## PROBLEM REQUIREMENTS
The records below are to be repeated exactly, minus any pictures.

Records from a collection

□ □ □ □

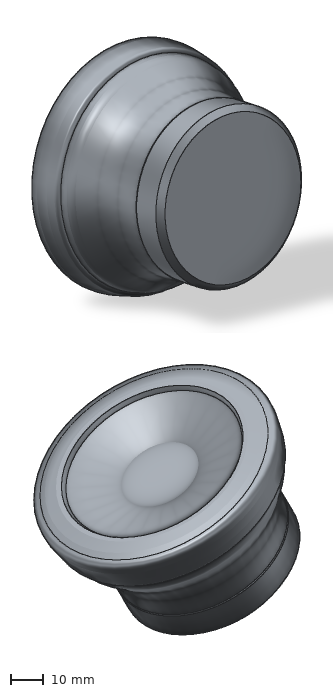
import cadquery as cq
import math

length = 50.0
rim_radius = 40.0

neck_radius = 57.6 / 2
collar_radius = 58.0 / 2
collar_chamfer = 2.0
collar_start = 38.95
collar_step_length = 0.5
neck_curve_end = 38.0

flare_start = 18.2
flare_height = 6.95
shoulder_start = 15.6
shoulder_slope = math.radians(12)

dish_edge_radius = 28.9
dish_floor_radius = 12.6
dish_floor_depth = 6.4

ring_back = 13.1
ring_face_thickness = 1.4
ring_seat_radius = 37.35
lip_inner_radius = 29.75
lip_outer_radius = 31.4
face_bend_radius = 35.35
face_bend_depth = 0.6
corner_radius = 38.5
corner_depth = 1.35
rim_start = 3.3
rim_end = 5.1
taper_bend = 8.95
taper_bend_radius = 39.35
taper_end = 12.0
taper_end_radius = 38.8

flare_run = neck_curve_end - flare_start
flare_arc_radius = (flare_run**2 + flare_height**2) / (2 * flare_height)
flare_slope = math.asin(flare_run / flare_arc_radius)
flare_radius = neck_radius + flare_height

shoulder_arc_radius = (flare_start - shoulder_start) / (math.sin(flare_slope) - math.sin(shoulder_slope))
shoulder_center_x = flare_start - shoulder_arc_radius * math.sin(flare_slope)
shoulder_center_radius = flare_radius - shoulder_arc_radius * math.cos(flare_slope)


def shoulder_point(slope):
    """Point (x, radius) on the rounded shoulder where the outline falls at the given slope."""
    return (
        shoulder_center_x + shoulder_arc_radius * math.sin(slope),
        shoulder_center_radius + shoulder_arc_radius * math.cos(slope),
    )


def flare_point(slope):
    """Point (x, radius) on the hollow arc where the outline falls at the given slope."""
    return (
        neck_curve_end - flare_arc_radius * math.sin(slope),
        neck_radius + flare_arc_radius * (1 - math.cos(slope)),
    )


def turn(profile):
    """Revolve a closed (x, radius) profile about the X axis."""
    return profile.close().revolve(360, (0, 0, 0), (1, 0, 0))


def make_knob():
    """Turned knob with a dished front, a head stepped for the ring, a flared neck and a collar."""
    profile = (
        cq.Workplane("XY")
        .moveTo(dish_floor_depth, 0)
        .lineTo(dish_floor_depth, dish_floor_radius)
        .lineTo(ring_face_thickness, dish_edge_radius)
        .lineTo(ring_face_thickness, ring_seat_radius)
        .lineTo(ring_back, ring_seat_radius)
        .lineTo(*shoulder_point(shoulder_slope))
        .threePointArc(shoulder_point((shoulder_slope + flare_slope) / 2), shoulder_point(flare_slope))
        .threePointArc(flare_point(flare_slope / 2), flare_point(0))
        .lineTo(collar_start - collar_step_length, neck_radius)
        .lineTo(collar_start, collar_radius)
        .lineTo(length - collar_chamfer, collar_radius)
        .lineTo(length, collar_radius - collar_chamfer)
        .lineTo(length, 0)
    )
    return turn(profile)


def make_ring():
    """Cover ring that wraps the front face and the side of the knob head."""
    profile = (
        cq.Workplane("XY")
        .moveTo(ring_face_thickness, dish_edge_radius)
        .lineTo(0, lip_inner_radius)
        .lineTo(0, lip_outer_radius)
        .lineTo(face_bend_depth, face_bend_radius)
        .lineTo(corner_depth, corner_radius)
        .tangentArcPoint((rim_start, rim_radius), relative=False)
        .lineTo(rim_end, rim_radius)
        .lineTo(taper_bend, taper_bend_radius)
        .lineTo(taper_end, taper_end_radius)
        .tangentArcPoint((ring_back, ring_seat_radius), relative=False)
        .lineTo(ring_face_thickness, ring_seat_radius)
    )
    return turn(profile)


knob = make_knob()
ring = make_ring()
result = cq.Compound.makeCompound([knob.val(), ring.val()])

□ □ □ □

## SOLVED PROBLEM
import cadquery as cq
import math

length = 50.0
rim_radius = 40.0

neck_radius = 57.6 / 2
collar_radius = 58.0 / 2
collar_chamfer = 2.0
collar_start = 38.95
collar_step_length = 0.5
neck_curve_end = 38.0

flare_start = 18.2
flare_height = 6.95
shoulder_start = 15.6
shoulder_slope = math.radians(12)

dish_edge_radius = 28.9
dish_floor_radius = 12.6
dish_floor_depth = 6.4

ring_back = 13.1
ring_face_thickness = 1.4
ring_seat_radius = 37.35
lip_inner_radius = 29.75
lip_outer_radius = 31.4
face_bend_radius = 35.35
face_bend_depth = 0.6
corner_radius = 38.5
corner_depth = 1.35
rim_start = 3.3
rim_end = 5.1
taper_bend = 8.95
taper_bend_radius = 39.35
taper_end = 12.0
taper_end_radius = 38.8

flare_run = neck_curve_end - flare_start
flare_arc_radius = (flare_run**2 + flare_height**2) / (2 * flare_height)
flare_slope = math.asin(flare_run / flare_arc_radius)
flare_radius = neck_radius + flare_height

shoulder_arc_radius = (flare_start - shoulder_start) / (math.sin(flare_slope) - math.sin(shoulder_slope))
shoulder_center_x = flare_start - shoulder_arc_radius * math.sin(flare_slope)
shoulder_center_radius = flare_radius - shoulder_arc_radius * math.cos(flare_slope)


def shoulder_point(slope):
    """Point (x, radius) on the rounded shoulder where the outline falls at the given slope."""
    return (
        shoulder_center_x + shoulder_arc_radius * math.sin(slope),
        shoulder_center_radius + shoulder_arc_radius * math.cos(slope),
    )


def flare_point(slope):
    """Point (x, radius) on the hollow arc where the outline falls at the given slope."""
    return (
        neck_curve_end - flare_arc_radius * math.sin(slope),
        neck_radius + flare_arc_radius * (1 - math.cos(slope)),
    )


def turn(profile):
    """Revolve a closed (x, radius) profile about the X axis."""
    return profile.close().revolve(360, (0, 0, 0), (1, 0, 0))


def make_knob():
    """Turned knob with a dished front, a head stepped for the ring, a flared neck and a collar."""
    profile = (
        cq.Workplane("XY")
        .moveTo(dish_floor_depth, 0)
        .lineTo(dish_floor_depth, dish_floor_radius)
        .lineTo(ring_face_thickness, dish_edge_radius)
        .lineTo(ring_face_thickness, ring_seat_radius)
        .lineTo(ring_back, ring_seat_radius)
        .lineTo(*shoulder_point(shoulder_slope))
        .threePointArc(shoulder_point((shoulder_slope + flare_slope) / 2), shoulder_point(flare_slope))
        .threePointArc(flare_point(flare_slope / 2), flare_point(0))
        .lineTo(collar_start - collar_step_length, neck_radius)
        .lineTo(collar_start, collar_radius)
        .lineTo(length - collar_chamfer, collar_radius)
        .lineTo(length, collar_radius - collar_chamfer)
        .lineTo(length, 0)
    )
    return turn(profile)


def make_ring():
    """Cover ring that wraps the front face and the side of the knob head."""
    profile = (
        cq.Workplane("XY")
        .moveTo(ring_face_thickness, dish_edge_radius)
        .lineTo(0, lip_inner_radius)
        .lineTo(0, lip_outer_radius)
        .lineTo(face_bend_depth, face_bend_radius)
        .lineTo(corner_depth, corner_radius)
        .tangentArcPoint((rim_start, rim_radius), relative=False)
        .lineTo(rim_end, rim_radius)
        .lineTo(taper_bend, taper_bend_radius)
        .lineTo(taper_end, taper_end_radius)
        .tangentArcPoint((ring_back, ring_seat_radius), relative=False)
        .lineTo(ring_face_thickness, ring_seat_radius)
    )
    return turn(profile)


knob = make_knob()
ring = make_ring()
result = cq.Compound.makeCompound([knob.val(), ring.val()])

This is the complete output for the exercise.